# ISO ideas for tailgate appetizers



## elaine l (Aug 6, 2007)

Okay...how to explain.   I would like (need) some ideas for making an appetizer for an upcoming themed happy hour.  The theme is tailgating, I will be camping which means cooking would be limited to a grill.  I would actually prefer something cold and easy to prepare and clean up but certain to impress.  I know someone out there is full of great ideas.


----------



## kadesma (Aug 6, 2007)

_Hi elaine,_
_here is one that is easy it makes only 8 so you would have to up the amount depending on number of guests..But we love it..You do have to be a gorgonzola lover _
_I mix a 1/4c. of crumbled gorgonzola with 1 Tab. mascarpone and then add 4 walnut halves i've crushed,( you will need 8 walnut halves)  and stir together with salt and pepper, Toast 8 baguette slices not to thick a cut and then spread on the cheese mix and top with a piece of walnut. _
_Do ahead and refrigerate til ready to serve._
_We did these one time and they were pretty good..You just cook and drain large pasta sea shells and fill them with  things like chicken salad, slamon sour cream and dill ham and mushrooms in a bechamel sauce,a tomatoe based chicken,wine,onion garlic filling..Anything with lots of seasonings, even a seafood type salad filling..._
_Carrot slices topped with guacamole,Artichoke bottoms willed with a tuna mousse,Thick sliced cucumber topped with crab that is mixed with mint,mayo tabasco, salt and pepper._
_I have more ideas if you would like them_
_kadesma _


----------



## elaine l (Aug 6, 2007)

Wonderful Kadesma!  I love your ideas.  Love gorgonzola!  Also very interesting idea for the shells.  I have never seen that done and may "impress" my friends. Any ideas are always welcome and appreciated.  Thank you.


----------



## Constance (Aug 6, 2007)

Using wooden skewers, I thread on assorted tidbits...chunks of assorted cheeses, canned or fresh pineapple and ham, big black and green olives, cherry tomatoes, chunks of sweet pickle or mango...whatever blows your skirts.  Line an attractive tray with pretty leaf lettuce or kale, and arrange the skewers on top. 
You can also find a pretty head of cabbage, cut the bottom off so that it will sit upright, and stick your skewers in that. 
You can also do what I've done for special occasions, and cover a styrofoam cone with leaf lettuce, starting at the bottom and working your way to the top, making it look like a small Christmas tree (old fashioned hair pins, or 2 inch pieces of florists wire bent in half are best for pinning on the lettuce). You will need shorter skewers for that.


----------



## Constance (Aug 6, 2007)

Don't forget about deviled eggs! Everyone loves them, and you can make them with an assortment of fillings. I just use the basic one...smooshed yolks, little mustard, mayo and sweet pickle relish...and top half with a sliced olive, and half with a little piece of pimento.
Variations include: use sour cream instead of mayo...add blue cheese to yolks...add hot sauce or cayenne pepper to yolks...top with crumbled bacon, cocktail shrimp or smoked salmon...or whatever your mind can conceive.


----------



## GotGarlic (Aug 6, 2007)

Going with Constance's skewers idea, I like to use small skewers, or party toothpicks with frilly decorations, and thread a piece of cheese and two pieces of fruit on it - melon, pineapple, and grapes work well. If you like, you can also add a dish of dip for the fruit - vanilla yogurt with about a quarter teaspoon of orange zest per cup of yogurt.

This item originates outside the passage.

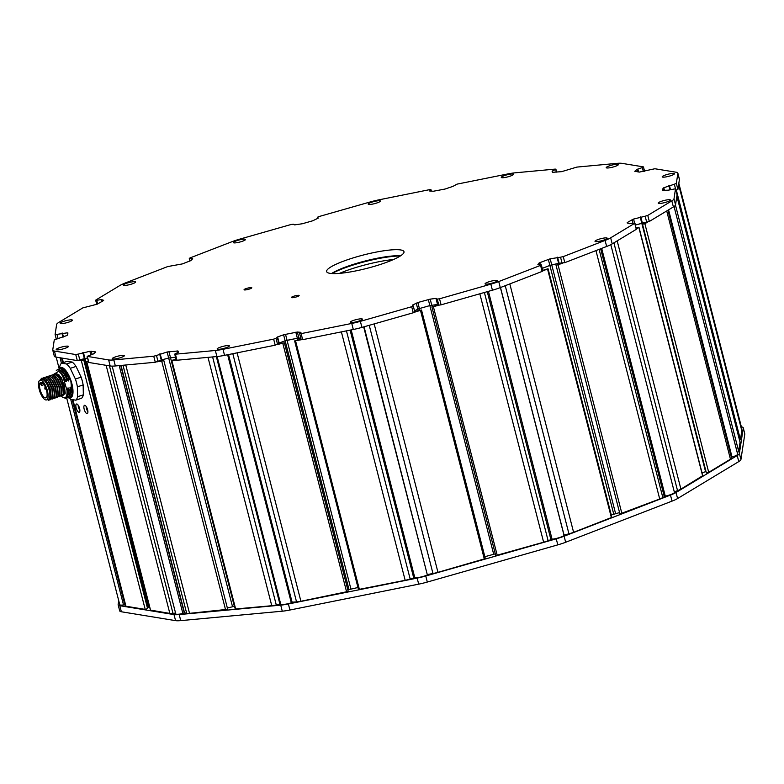 <?xml version="1.0" encoding="UTF-8"?>
<svg xmlns="http://www.w3.org/2000/svg" width="784" height="784" viewBox="0 0 784 784"><rect width="100%" height="100%" fill="white"/><g stroke="black" fill="none" stroke-linecap="round" stroke-linejoin="round"><path stroke-width="1.18" d="M331.975 273.557A41.934 7.252 165.6 0 1 352.535 265.227A41.934 7.252 165.6 0 1 400.261 256.025M393.597 259.484A41.934 7.252 -14.4 0 0 353.319 268.304A41.934 7.252 -14.4 0 0 339.472 273.371M84.162 409.179A4.361 1.578 -108.3 0 0 87.249 413.599A4.361 1.578 -108.3 0 0 87.602 409.738A4.361 1.578 -108.3 0 0 84.515 405.318A4.361 1.578 -108.3 0 0 84.162 409.179M87.906 411.727A4.361 1.578 71.7 0 1 86.456 408.415A4.361 1.578 71.7 0 1 86.162 406.435M76.146 407.866A4.361 1.578 -108.3 0 0 79.233 412.286A4.361 1.578 -108.3 0 0 79.586 408.425A4.361 1.578 -108.3 0 0 76.499 404.005A4.361 1.578 -108.3 0 0 76.146 407.866M79.89 410.414A4.361 1.578 71.7 0 1 78.439 407.102A4.361 1.578 71.7 0 1 78.145 405.122M112.161 366.118L175.773 613.872A8.183 1.421 -14.4 0 0 176.449 614.235A8.183 1.421 -14.4 0 0 182.878 613.5L184.26 612.912L120.726 365.462M72.265 399.967L125.107 605.797A9.986 1.725 -14.4 0 0 125.94 606.238L145.207 609.393L147.5 608.629M78.978 360.385L81.369 360.777L83.78 360.072L81.673 359.66L84.368 358.651L77.302 360.591L75.744 354.544L78.302 354.094L79.86 360.14M147.323 607.551L149.626 606.963M148.784 607.11L84.956 358.494L87.573 358.033L84.368 358.651L148.205 607.257M150.528 610.109L169.834 613.421A9.986 1.725 -14.4 0 0 172.99 613.353L175.557 613.059M88.318 360.954L86.632 361.6L88.582 361.963M176.086 359.454L171.392 360.405L235.229 609.011L271.764 605.718A9.986 1.725 -14.4 0 0 276.291 604.983L280.721 604.17A8.183 1.421 -14.4 0 0 283.504 604.484A8.183 1.421 -14.4 0 0 291.325 602.798L292.148 602.367L228.526 354.564M184.22 612.735L186.68 613.304A9.986 1.725 -14.4 0 0 189.532 613.353L227.693 609.305L163.856 360.689L159.495 360.924L161.22 360.042L155.301 362.257L153.742 356.201L156.477 355.485L158.025 361.532M157.31 361.806L163.856 360.689M227.36 608.012L234.524 606.287M161.974 360.767L161.739 359.866L168.668 358.033L161.22 360.042L161.416 360.816M234.338 606.306L170.5 357.69L175.518 357.22L168.668 358.033L232.505 606.649M171.392 360.405L176.243 360.052M301.105 339.286L294.627 340.913L358.464 589.519L405.161 580.307A9.986 1.725 -14.4 0 0 410.179 579.053L414.834 577.798A8.183 1.421 -14.4 0 0 419.714 577.269A8.183 1.421 -14.4 0 0 427.368 574.976L364.07 326.781M292.109 602.181L296.538 601.887A9.986 1.725 -14.4 0 0 300.899 601.259L348.233 591.44L284.396 342.824L278.908 343.755L278.183 343.774L278.8 343.147L275.204 345.185L273.645 339.139L276.007 338.296L277.565 344.343M277.144 344.588L284.396 342.824M347.831 589.862L357.945 587.51M279.329 343.676L279.153 342.98L285.396 340.756L279.153 342.98L278.947 343.745M350.889 588.931L287.052 340.315L297.361 338.247L285.396 340.756M299.302 339.658L298.9 338.08L300.831 338.198L297.361 338.247L297.802 339.962M294.627 340.913L301.252 339.746M438.805 305.123L437.256 299.076L439.53 298.792L441.078 304.839L438.805 305.123L437.844 304.466L438.295 304.78L437.541 305.172L431.915 306.975L495.753 555.591L543.626 542.214A9.986 1.725 -14.4 0 0 548.124 540.695L552.083 539.245A8.183 1.421 -14.4 0 0 558.1 537.981A8.183 1.421 -14.4 0 0 564.078 535.531L564.039 535.374M427.672 574.496L432.964 573.506A9.986 1.725 -14.4 0 0 437.962 572.33L485.345 558.62L421.518 310.013L414.716 311.63M414.746 312.14L421.518 310.013M414.52 310.876L417.803 309.161L414.52 310.876M418.872 308.729L429.857 305.584L437.521 304.457L429.857 305.584L418.872 308.729L417.803 309.161L418.195 310.689M484.855 556.709L495.302 553.837M431.915 306.975L439.177 305.182M562.089 263.257L560.54 257.201L563.245 256.603L564.803 262.65L559.129 263.267L560.717 263.306L556.072 265.325L619.909 513.941L659.716 498.996A9.986 1.725 -14.4 0 0 662.813 497.497L665.293 496.154A8.183 1.421 -14.4 0 0 671.251 494.39A8.183 1.421 -14.4 0 0 674.416 492.372A8.183 1.421 -14.4 0 0 674.367 492.274M564.068 535.129L568.939 533.806A9.986 1.725 -14.4 0 0 573.594 532.307L611.892 517.362L548.055 268.755L542.744 270.353M542.881 270.882L548.055 268.755M611.275 514.97L619.556 512.589M542.234 268.373L549.868 265.413L542.234 268.373M550.358 265.247L558.62 263.336L549.868 265.413L613.705 514.03M556.072 265.325L562.775 263.189M731.354 457.376L732.04 457.052A8.183 1.421 -14.4 0 0 736.754 455.151A8.183 1.421 -14.4 0 0 737.636 454.191L674.044 206.506L737.244 452.554A9.986 1.725 -14.4 0 0 738.685 451.31L740.047 442.245M674.279 491.833L677.533 490.637A9.986 1.725 -14.4 0 0 680.914 489.118L702.601 475.77M636.422 228.83L638.96 227.223L636.196 227.958M702.013 472.781L706.012 471.576M646.712 222.264L645.154 216.217L647.77 215.414L649.319 221.46L635.442 225.008L644.389 222.617L642.508 224.214L644.879 223.714L647.574 222.088M706.472 472.674L708.707 472.331L730.453 459.199A9.986 1.725 -14.4 0 0 731.531 458.032L667.899 210.239L731.531 458.032M741.272 428.505A8.183 1.421 -14.4 0 0 741.635 428.025A8.183 1.421 -14.4 0 0 741.635 427.917A8.183 1.421 -14.4 0 0 741.586 427.819M739.528 440.196L740.439 439.755L741.811 430.72A9.986 1.725 -14.4 0 0 741.811 430.592A9.986 1.725 -14.4 0 0 741.752 430.475M676.19 191.414L676.778 190.022M119.746 604.591A8.183 1.421 -14.4 0 0 119.756 604.699A8.183 1.421 -14.4 0 0 123.519 604.944L124.813 604.621M296.842 296.773A3.998 0.686 -14.4 0 0 299.135 295.519A3.998 0.686 -14.4 0 0 293.686 296.254A3.998 0.686 -14.4 0 0 291.403 297.508A3.998 0.686 -14.4 0 0 296.842 296.773M249.508 289.012A3.998 0.686 -14.4 0 0 251.801 287.767A3.998 0.686 -14.4 0 0 246.352 288.502A3.998 0.686 -14.4 0 0 244.059 289.747A3.998 0.686 -14.4 0 0 249.508 289.012M64.778 348.41A6.292 1.088 -14.4 0 0 68.345 346.646A6.292 1.088 -14.4 0 0 65.944 346.195A6.292 1.088 -14.4 0 0 59.809 347.596A6.292 1.088 -14.4 0 0 56.35 349.723A6.292 1.088 -14.4 0 0 64.778 348.41M68.776 322.126A6.292 1.088 -14.4 0 0 72.344 320.362A6.292 1.088 -14.4 0 0 69.943 319.911A6.292 1.088 -14.4 0 0 63.808 321.313A6.292 1.088 -14.4 0 0 60.348 323.449A6.292 1.088 -14.4 0 0 68.776 322.126M132.006 283.945A6.292 1.088 -14.4 0 0 135.563 282.181A6.292 1.088 -14.4 0 0 133.162 281.73A6.292 1.088 -14.4 0 0 127.028 283.132A6.292 1.088 -14.4 0 0 123.568 285.268A6.292 1.088 -14.4 0 0 132.006 283.945M241.923 241.433A6.292 1.088 -14.4 0 0 245.48 239.669A6.292 1.088 -14.4 0 0 243.089 239.218A6.292 1.088 -14.4 0 0 236.954 240.619A6.292 1.088 -14.4 0 0 233.485 242.746A6.292 1.088 -14.4 0 0 241.923 241.433M376.781 202.997A6.292 1.088 -14.4 0 0 380.338 201.243A6.292 1.088 -14.4 0 0 377.937 200.782A6.292 1.088 -14.4 0 0 371.802 202.184A6.292 1.088 -14.4 0 0 368.343 204.32A6.292 1.088 -14.4 0 0 376.781 202.997M509.845 176.263A6.292 1.088 -14.4 0 0 513.412 174.499A6.292 1.088 -14.4 0 0 511.011 174.048A6.292 1.088 -14.4 0 0 504.876 175.449A6.292 1.088 -14.4 0 0 501.417 177.586A6.292 1.088 -14.4 0 0 509.845 176.263M614.783 166.522A6.292 1.088 -14.4 0 0 618.351 164.758A6.292 1.088 -14.4 0 0 615.95 164.307A6.292 1.088 -14.4 0 0 609.815 165.708A6.292 1.088 -14.4 0 0 606.355 167.835A6.292 1.088 -14.4 0 0 614.783 166.522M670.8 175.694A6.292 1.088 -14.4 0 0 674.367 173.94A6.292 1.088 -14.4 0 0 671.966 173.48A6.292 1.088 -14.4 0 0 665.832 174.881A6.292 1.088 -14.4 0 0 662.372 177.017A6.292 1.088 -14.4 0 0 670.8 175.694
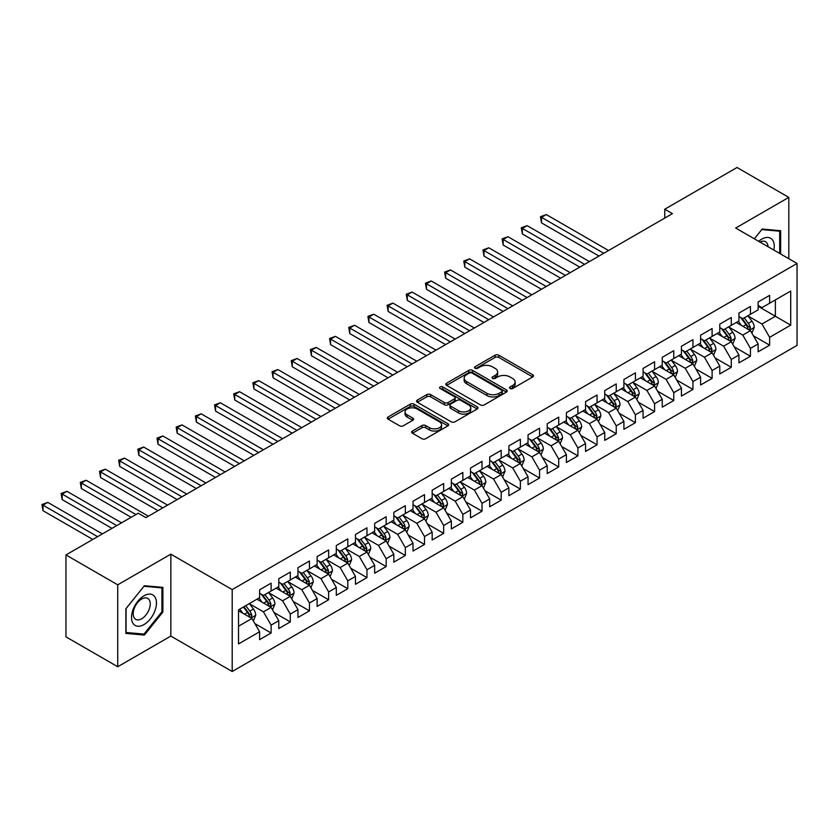 <?xml version="1.0" encoding="UTF-8"?>
<svg xmlns="http://www.w3.org/2000/svg" width="839" height="839" viewBox="0 0 839 839"><rect width="100%" height="100%" fill="white"/><g stroke="black" fill="none" stroke-linecap="round" stroke-linejoin="round"><path stroke-width="1.26" d="M510.07 388.478A1.867 1.08 0 0 0 512.713 388.478L532.702 376.931A2.664 1.542 0 0 0 533.489 375.851A2.664 1.542 0 0 0 532.702 374.76L498.827 355.201A2.664 1.542 0 0 0 495.062 355.201L475.063 366.748A1.867 1.08 0 0 0 474.517 367.513A1.867 1.08 0 0 0 475.063 368.269A1.867 1.08 0 0 0 477.706 368.269L480.286 366.779A8.516 4.919 0 0 1 492.336 366.779L495.157 368.405A8.516 4.919 0 0 1 497.653 371.887A8.516 4.919 0 0 1 495.157 375.358L492.566 376.858A1.867 1.08 0 0 0 492.021 377.613A1.867 1.08 0 0 0 492.566 378.379A1.867 1.08 0 0 0 495.209 378.379L497.789 376.879A8.516 4.919 0 0 1 509.839 376.879L512.66 378.515A8.516 4.919 0 0 1 515.156 381.986A8.516 4.919 0 0 1 512.66 385.468L510.07 386.957A1.867 1.08 0 0 0 509.525 387.723A1.867 1.08 0 0 0 510.07 388.478L510.07 386.957M412.442 431.047A2.664 1.542 0 0 0 411.666 432.137A2.664 1.542 0 0 0 412.442 433.218L421.944 438.703A2.664 1.542 0 0 0 425.709 438.703L447.921 425.887A2.664 1.542 0 0 0 448.697 424.796A2.664 1.542 0 0 0 447.921 423.716L414.047 404.157A2.664 1.542 0 0 0 410.281 404.157L388.069 416.973A2.664 1.542 0 0 0 387.293 418.063A2.664 1.542 0 0 0 388.069 419.154L399.553 425.782A2.664 1.542 0 0 0 403.318 425.782L412.819 420.287A2.664 1.542 0 0 0 413.596 419.206A2.664 1.542 0 0 0 412.819 418.116L407.125 414.833A7.121 4.111 0 0 1 405.038 411.928A7.121 4.111 0 0 1 409.432 408.121A7.121 4.111 0 0 1 417.193 409.013L439.5 421.891A7.121 4.111 0 0 1 441.587 424.796A7.121 4.111 0 0 1 437.182 428.593A7.121 4.111 0 0 1 429.432 427.701L425.709 425.562A2.664 1.542 0 0 0 421.944 425.562L412.442 431.047L412.442 433.218M117.722 584.825L117.722 666.743L170.831 636.077L170.831 554.159L117.722 584.825L65.956 554.936L138.236 513.206L145.913 517.632L672.417 213.651L664.75 209.226L664.75 218.088M170.831 554.159L232.193 589.586L797.05 263.467L797.05 345.385L232.193 671.504L232.193 589.586M788.807 258.706L788.807 197.385L735.698 228.051L797.05 263.467M788.807 197.385L737.041 167.496L664.75 209.226M480.474 404.912A2.664 1.542 0 0 0 484.239 404.912L506.452 392.096A2.664 1.542 0 0 0 507.228 391.005A2.664 1.542 0 0 0 506.452 389.925L472.577 370.366A2.664 1.542 0 0 0 468.812 370.366L446.6 383.182A2.664 1.542 0 0 0 445.824 384.272A2.664 1.542 0 0 0 446.6 385.353L480.474 404.912M440.853 388.887A1.867 1.08 0 0 1 442.74 389.149L442.74 386.936L477.181 406.821A2.664 1.542 0 0 1 477.968 407.901A2.664 1.542 0 0 1 477.181 408.992L454.979 421.807A2.664 1.542 0 0 1 451.214 421.807L417.34 402.248L426.841 396.805L426.841 394.592L417.34 400.077A2.664 1.542 0 0 0 416.553 401.168A2.664 1.542 0 0 0 417.34 402.248L417.34 400.077M426.841 396.805A2.664 1.542 0 0 1 430.606 396.805L430.606 394.592A2.664 1.542 0 0 0 426.841 394.592M430.606 394.592L444.345 402.521A2.664 1.542 0 0 0 448.11 402.521L454.413 398.882A2.664 1.542 0 0 0 455.189 397.801A2.664 1.542 0 0 0 454.413 396.711L440.108 388.457A1.867 1.08 0 0 1 439.563 387.691A1.867 1.08 0 0 1 440.716 386.695A1.867 1.08 0 0 1 442.74 386.936M758.131 306.308L775.383 316.272L775.383 299.89L790.726 291.039L769.636 303.215L769.636 295.349L758.131 301.998L758.131 309.853L750.454 314.279L750.454 306.424L738.949 313.062L738.949 320.918L731.283 325.354L731.283 317.488L719.778 324.137L719.778 331.992L712.112 336.418L712.112 328.563L700.607 335.201L700.607 343.067L692.941 347.493L692.941 339.627L681.436 346.276L681.436 354.131L673.759 358.557L673.759 350.702L662.254 357.341L662.254 365.206L654.588 369.632L654.588 361.766L643.083 368.415L643.083 376.271L635.417 380.696L635.417 372.841L623.912 379.48L623.912 387.345L616.246 391.771L616.246 383.905L604.741 390.555L604.741 398.41L597.064 402.835L597.064 394.98L585.559 401.619L585.559 409.484L577.893 413.91L577.893 406.045L566.388 412.694L566.388 420.549L558.722 424.974L558.722 417.119L547.217 423.758L547.217 431.624L539.55 436.049L539.55 428.194L528.046 434.833L528.046 442.688L520.369 447.124L520.369 439.258L508.864 445.897L508.864 453.763L501.198 458.188L501.198 450.333L489.693 456.972L489.693 464.827L482.026 469.263L482.026 461.398L470.522 468.036L470.522 475.902L462.855 480.328L462.855 472.472L451.351 479.111L451.351 486.966L443.674 491.402L443.674 483.537L432.169 490.186L432.169 498.041L424.503 502.467L424.503 494.611L412.998 501.25L412.998 509.105L405.331 513.541L405.331 505.676L393.827 512.325L393.827 520.18L386.16 524.606L386.16 516.751L374.655 523.389L374.655 531.255L366.979 535.681L366.979 527.815L355.474 534.464L355.474 542.319L347.807 546.745L347.807 538.89L336.303 545.528L336.303 553.394L328.636 557.82L328.636 549.954L317.132 556.603L317.132 564.458L309.465 568.884L309.465 561.029L297.96 567.667L297.96 575.533L290.284 579.959L290.284 572.093L278.779 578.742L278.779 586.597L271.112 591.023L271.112 583.168L259.608 589.807L259.608 597.672L238.517 609.848L238.517 643.943L259.608 631.767L251.941 618.479L238.517 610.729M790.726 291.039L790.726 325.133L769.636 337.309L761.959 324.022L748.063 315.999M753.432 335.81L769.636 345.165L769.636 337.309M769.636 345.165L758.131 351.803L758.131 343.948L750.454 348.374L742.788 335.097L728.892 327.063M734.261 346.885L750.454 356.239L750.454 348.374M750.454 356.239L738.949 362.878L738.949 355.023L731.283 359.449L723.617 346.161L709.71 338.138M715.08 357.949L731.283 367.304L731.283 359.449M731.283 367.304L719.778 373.953L719.778 366.087L712.112 370.513L704.445 357.236L690.539 349.202M695.909 369.024L712.112 378.379L712.112 370.513M712.112 378.379L700.607 385.017L700.607 377.162L692.941 381.588L685.264 368.3L671.368 360.277M676.737 380.088L692.941 389.443L692.941 381.588M692.941 389.443L681.436 396.092L681.436 388.226L673.759 392.652L666.093 379.375L652.197 371.341M657.566 391.163L673.759 400.518L673.759 392.652M673.759 400.518L662.254 407.156L662.254 399.301L654.588 403.727L646.921 390.439L633.015 382.416M638.385 402.227L654.588 411.582L654.588 403.727M654.588 411.582L643.083 418.231L643.083 410.365L635.417 414.791L627.75 401.514L613.844 393.491M619.213 413.302L635.417 422.657L635.417 414.791M635.417 422.657L623.912 429.295L623.912 421.44L616.246 425.866L608.569 412.578L594.673 404.555M600.042 424.366L616.246 433.721L616.246 425.866M616.246 433.721L604.741 440.37L604.741 432.505L597.064 436.93L589.398 423.653L575.502 415.63M580.871 435.441L597.064 444.796L597.064 436.93M597.064 444.796L585.559 451.434L585.559 443.579L577.893 448.005L570.226 434.717L556.32 426.694M561.69 446.516L577.893 455.86L577.893 448.005M577.893 455.86L566.388 462.509L566.388 454.644L558.722 459.08L551.055 445.792L537.149 437.769M542.518 457.58L558.722 466.935L558.722 459.08M558.722 466.935L547.217 473.574L547.217 465.718L539.55 470.144L531.874 456.856L517.978 448.834M523.347 468.655L539.55 478.01L539.55 470.144M539.55 478.01L528.046 484.648L528.046 476.783L520.369 481.219L512.702 467.931L498.806 459.908M504.176 479.719L520.369 489.074L520.369 481.219M520.369 489.074L508.864 495.713L508.864 487.858L501.198 492.283L493.531 478.996L479.625 470.973M484.994 490.794L501.198 500.149L501.198 492.283M501.198 500.149L489.693 506.787L489.693 498.922L482.026 503.358L474.36 490.07L460.454 482.047M465.823 501.858L482.026 511.213L482.026 503.358M482.026 511.213L470.522 517.852L470.522 509.997L462.855 514.422L455.178 501.145L441.283 493.112M446.652 512.933L462.855 522.288L462.855 514.422M462.855 522.288L451.351 528.927L451.351 521.061L443.674 525.497L436.007 512.21L422.111 504.187M427.481 523.997L443.674 533.352L443.674 525.497M443.674 533.352L432.169 539.991L432.169 532.136L424.503 536.561L416.836 523.284L402.93 515.251M408.299 535.072L424.503 544.427L424.503 536.561M424.503 544.427L412.998 551.066L412.998 543.211L405.331 547.636L397.665 534.349L383.759 526.326M389.128 546.137L405.331 555.491L405.331 547.636M405.331 555.491L393.827 562.14L393.827 554.275L386.16 558.701L378.483 545.423L364.587 537.39M369.957 557.211L386.16 566.566L386.16 558.701M386.16 566.566L374.655 573.205L374.655 565.35L366.979 569.775L359.312 556.488L345.416 548.465M350.786 568.276L366.979 577.631L366.979 569.775M366.979 577.631L355.474 584.28L355.474 576.414L347.807 580.84L340.141 567.563L326.235 559.529M331.604 579.35L347.807 588.705L347.807 580.84M347.807 588.705L336.303 595.344L336.303 587.489L328.636 591.914L320.97 578.627L307.064 570.604M312.433 590.415L328.636 599.77L328.636 591.914M328.636 599.77L317.132 606.419L317.132 598.553L309.465 602.979L301.788 589.702L287.892 581.668M293.262 601.49L309.465 610.844L309.465 602.979M309.465 610.844L297.96 617.483L297.96 609.628L290.284 614.054L282.617 600.766L268.721 592.743M274.091 612.554L290.284 621.909L290.284 614.054M290.284 621.909L278.779 628.558L278.779 620.692L271.112 625.118L263.446 611.841L249.54 603.818M254.909 623.629L271.112 632.984L271.112 625.118M271.112 632.984L259.608 639.622L259.608 631.767M259.608 593.246L263.446 595.459L271.112 591.023M238.517 626.23L251.941 618.479M278.779 582.172L282.617 584.384L290.284 579.959M263.446 611.841L271.112 607.415L256.923 599.214M278.779 620.692L271.112 607.415M297.96 571.097L301.788 573.32L309.465 568.884M282.617 600.766L290.284 596.34L276.104 588.149M297.96 609.628L290.284 596.34M317.132 560.033L320.97 562.245L328.636 557.82M301.788 589.702L309.465 585.276L295.276 577.075M317.132 598.553L309.465 585.276M336.303 548.958L340.141 551.171L347.807 546.745M320.97 578.627L328.636 574.201L314.447 566.01M336.303 587.489L328.636 574.201M355.474 537.893L359.312 540.106L366.979 535.681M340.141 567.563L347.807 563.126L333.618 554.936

Another popular one I like to make is bruschetta with toasted baguette slices, rubbed with the cut side of a clove of garlic, then spread with homemade pesto, topped with chopped tomatoes and sprinkled with grated Parmesan.


----------



## GotGarlic (Aug 6, 2007)

kadesma said:
			
		

> _Hi elaine,_
> _here is one that is easy it makes only 8 so you would have to up the amount depending on number of guests..But we love it..You do have to be a gorgonzola lover _



I'm not a gorgonzola lover, but I love goat cheese - I think this would be great with that, too. I'm going to hold on to this idea


----------



## kadesma (Aug 6, 2007)

GotGarlic said:
			
		

> I'm not a gorgonzola lover, but I love goat cheese - I think this would be great with that, too. I'm going to hold on to this idea


GotGarlic,
I like the little bit of tartness that goat cheese has..I wonder how mixing goat cheese, some mascarpone and coarse cracked black pepper would taste? Might be pretty good, I'll have to give it a try..Thanks for the idea of the goat cheese..You've got my mind racing now..Ideas, ideas 
kadesma


----------



## Constance (Aug 6, 2007)

I posted a picture of my hors d'oeuvre tree and party whale in members' photos. If you're interested in how to make the party whale, let me know.


----------



## QSis (Aug 6, 2007)

Shrimp cocktail is the easiest, most impressive cold appetizer I can think of.

Lee


----------



## Uncle Bob (Aug 6, 2007)

QSis said:
			
		

> Shrimp cocktail is the easiest, most impressive cold appetizer I can think of.
> 
> Lee


 
Gets my vote!!!!!!!!


----------



## BBQ Mikey (Aug 7, 2007)

wings, dogs/sausage, burgers on the grill.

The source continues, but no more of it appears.